Paying for the malaria vaccine: Will Africa take responsibility?

Twelve decades after Ronald Ross won the Nobel Prize for his foundational work on understanding malaria transmission, the World Health Organization recently recommended widespread use of the new RTS,S malaria vaccine among children in sub-Saharan Africa and other regions with moderate to high transmission of P. falciparum, a deadly form of the malaria parasite. RTS,S achieves up to 40 percent reduction in malaria episodes—an important feat in absolute terms because more than 260,000 African children under the age of five die from malaria annually.

The landscape of fighting malaria in Africa has four dimensions. First is the human toll in the form of preventable illness, disability, and death—this dimension prompts commitments to action. Second is the political dimension, via multiple statements of commitment to curbing malaria and achieving Universal Health Coverage.  Without financing, though, political statements are mere platitudes. Indeed, financing, the third dimension, reflects the continent’s enduring dependency on external financiers. For example, a recent estimate showed that, in low-income countries, development assistance for health (DAH) provided about 70 percent of total immunization spending in 2017. In 31 African countries, DAH provided more than 50 percent of total immunization spending that year. The dependency of most malaria-endemic African countries on external financiers belies the political declarations of commitment. The fourth dimension, technology, has two main categories. One is prevention by killing or keeping at bay the vector—the Anopheles mosquito—through indoor residual spraying (IRS) and insecticide-treated nets (ITNs), as well as preventive treatment with medicines. The other is case management through diagnosis and treatment with medicines. The new malaria vaccine strengthens the suite of technologies, all of which remain important.

The dependency of most malaria-endemic African countries on external financiers belies the political declarations of commitment.

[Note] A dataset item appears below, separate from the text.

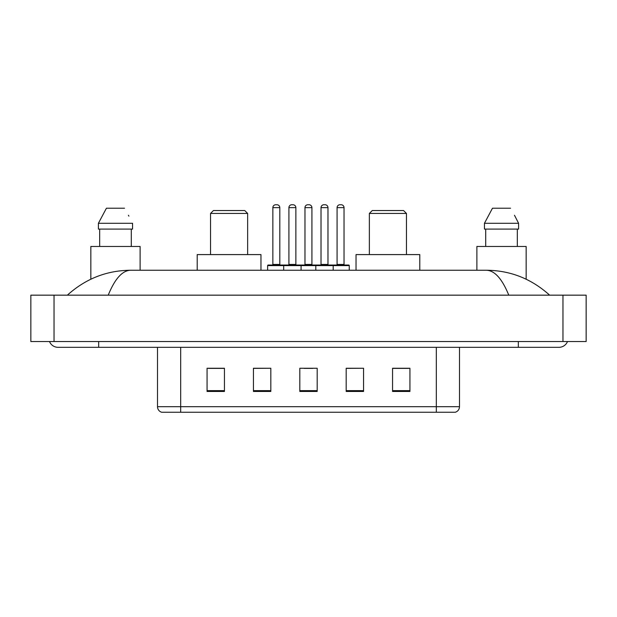 <?xml version="1.0" encoding="UTF-8"?>
<svg xmlns="http://www.w3.org/2000/svg" width="617" height="617" viewBox="0 0 617 617"><rect width="100%" height="100%" fill="white"/><g stroke="black" fill="none" stroke-linecap="round" stroke-linejoin="round"><path stroke-width="0.93" d="M49.499 341.54A9.278 9.278 0 0 0 58.091 347.332A9.278 9.278 0 0 1 49.499 341.54A9.278 9.278 0 0 0 58.091 347.332L558.909 347.332A9.278 9.278 0 0 0 567.501 341.54A9.278 9.278 0 0 1 558.909 347.332A9.278 9.278 0 0 0 567.501 341.54A9.278 9.278 0 0 1 558.909 347.332M508.778 295.165C502.13 278.799 494.657 270.493 486.373 270.246L130.627 270.246C122.343 270.493 114.87 278.799 108.222 295.165M54.034 295.165L586.15 295.165L586.15 341.54L30.85 341.54L30.85 295.165L54.034 295.165L54.034 341.54M486.373 270.246C510.298 270.431 531.391 278.737 549.631 295.165L547.657 293.376M69.343 293.376L67.369 295.165C85.524 278.776 106.61 270.462 130.627 270.246M436.312 412.256L436.312 406.696L459.495 406.696C459.333 409.472 457.945 411.323 455.323 412.256L161.677 412.256A5.8 5.8 0 0 1 157.505 406.696L157.505 347.332M409.935 391.448L409.935 368.264L392.551 368.264L392.551 391.448L409.935 391.448M363.567 391.448L363.567 368.264L346.176 368.264L346.176 391.448L363.567 391.448M224.449 391.448L224.449 368.264L207.065 368.264L207.065 391.448L224.449 391.448M270.824 391.448L270.824 368.264L253.433 368.264L253.433 391.448L270.824 391.448M317.192 391.448L317.192 368.264L299.808 368.264L299.808 391.448L317.192 391.448M392.551 368.38L408.778 368.38M270.824 368.264L253.433 368.38L270.824 368.264M208.222 368.38L224.449 368.38M363.567 368.264L346.176 368.38L363.567 368.264M304.096 368.38L312.788 368.38M140.113 270.246L140.113 246.476L90.846 246.476L90.846 279.208M131.29 229.092L131.29 246.476L131.29 229.092M98.404 223.292L106.425 208.222L98.404 223.292L98.404 229.092L132.555 229.092L132.555 223.292L98.404 223.292M128.891 216.135L128.429 215.264M99.669 229.092L99.669 246.476M124.526 208.222L106.425 208.222M210.544 213.436L247.641 213.436L244.741 210.544L213.436 210.544L210.544 213.436L210.544 254.59M247.641 213.436L247.641 254.59M260.968 270.246L260.968 254.59L197.209 254.59L197.209 270.246M369.359 213.436L406.456 213.436L403.564 210.544L372.259 210.544L369.359 213.436L369.359 254.59M406.456 213.436L406.456 254.59M419.791 270.246L419.791 254.59L356.032 254.59L356.032 270.246M526.154 279.208L526.154 246.476L476.887 246.476L476.887 270.246M514.933 216.135L518.596 223.292L484.445 223.292L492.474 208.222L484.445 223.292L484.445 229.092L518.596 229.092L518.596 223.292L518.596 229.092M518.596 223.292L514.478 215.264M485.71 229.092L485.71 246.476M517.331 246.476L517.331 229.092M510.575 208.222L492.474 208.222M332.44 265.025L348.667 265.025A0.578 0.578 0 0 1 349.253 265.603L283.689 265.603A0.578 0.578 0 0 1 284.267 265.025L300.502 265.025A0.578 0.578 0 0 1 301.081 265.603L301.081 270.246M295.867 264.446A0.578 0.578 0 0 0 296.445 265.025L288.332 265.025A0.578 0.578 0 0 0 288.91 264.446L295.867 264.446L295.867 207.644A2.9 2.9 0 0 0 292.967 204.744L291.802 204.744L292.967 204.744M295.867 207.644L288.91 207.644A2.9 2.9 0 0 1 291.802 204.744M288.91 207.644L288.91 264.446M284.445 265.025L268.218 265.025A0.578 0.578 0 0 0 267.631 265.603L283.689 265.603L283.689 270.246M315.804 270.246L315.804 265.603A0.578 0.578 0 0 1 316.382 265.025L332.617 265.025A0.578 0.578 0 0 1 333.195 265.603L333.195 270.246M327.974 264.446A0.578 0.578 0 0 0 328.553 265.025L320.439 265.025A0.578 0.578 0 0 0 321.017 264.446L327.974 264.446L327.974 207.644A2.9 2.9 0 0 0 325.074 204.744L323.917 204.744L325.074 204.744M327.974 207.644L321.017 207.644A2.9 2.9 0 0 1 323.917 204.744M321.017 207.644L321.017 264.446M272.853 207.644A2.9 2.9 0 0 1 275.753 204.744L276.91 204.744A2.9 2.9 0 0 1 279.81 207.644L272.853 207.644L272.853 264.446A0.578 0.578 0 0 1 272.274 265.025M279.81 207.644L279.81 264.446A0.578 0.578 0 0 0 280.388 265.025M267.631 265.603L267.631 270.246M316.56 265.025L300.325 265.025M304.968 207.644A2.9 2.9 0 0 1 307.86 204.744L309.024 204.744A2.9 2.9 0 0 1 311.917 207.644L304.968 207.644L304.968 264.446A0.578 0.578 0 0 1 304.382 265.025M311.917 207.644L311.917 264.446A0.578 0.578 0 0 0 312.503 265.025M337.075 207.644A2.9 2.9 0 0 1 339.975 204.744L341.132 204.744A2.9 2.9 0 0 1 344.031 207.644L337.075 207.644L337.075 264.446A0.578 0.578 0 0 1 336.496 265.025M344.031 207.644L344.031 264.446A0.578 0.578 0 0 0 344.61 265.025M349.253 265.603L349.253 270.246M518.334 341.54L518.334 347.332M98.666 341.54L98.666 347.332M562.966 295.165L562.966 341.54M157.505 406.696L180.688 406.696L180.688 412.256M180.688 347.332L180.688 406.696L436.312 406.696L436.312 347.332M317.192 390.638L299.808 390.638M270.824 390.638L253.433 390.638M224.449 390.638L207.065 390.638M363.567 390.638L346.176 390.638M409.935 390.638L392.551 390.638M272.853 264.446L279.81 264.446M304.968 264.446L311.917 264.446M337.075 264.446L344.031 264.446M459.495 406.696L459.495 347.332"/></g></svg>

There are two main options for financing the next phase of malaria control and elimination in Africa. One is continued dependency on external financing, including for the new vaccine—from development banks, foundations, and grant financiers like the Global Fund to Fight AIDS, Tuberculosis and Malaria (for ITNs and medicines) and Gavi (potentially for the malaria vaccine). Indeed, Gavi, has announced its decision to commit $155.7 million to finance malaria vaccine introduction, procurement, and delivery for Gavi-eligible countries in sub-Saharan Africa in 2022-2025. While such externally-driven mechanisms might have short-term merit in some cases, the strategic reality is that they have enduring pernicious effects on Africa. They unwittingly deepen and prolong the dependency of Africa on solutions designed outside the continent, dampen incentives for Africa to develop its own institutions, shift the loci of accountability from African leaders and capital cities to politicians and unelected influencers outside the continent, and absolve African leaders of their responsibilities. They also leave the continent vulnerable to the vagaries of geopolitics during crises, as evidenced by the extreme inequity of access to COVID-19 vaccines despite abundant supplies in the Global North. For these reasons, the path laid by Gavi, while familiar and easy, is also wrong because of its long-term implications for prolonging Africa’s dependency on the Global North.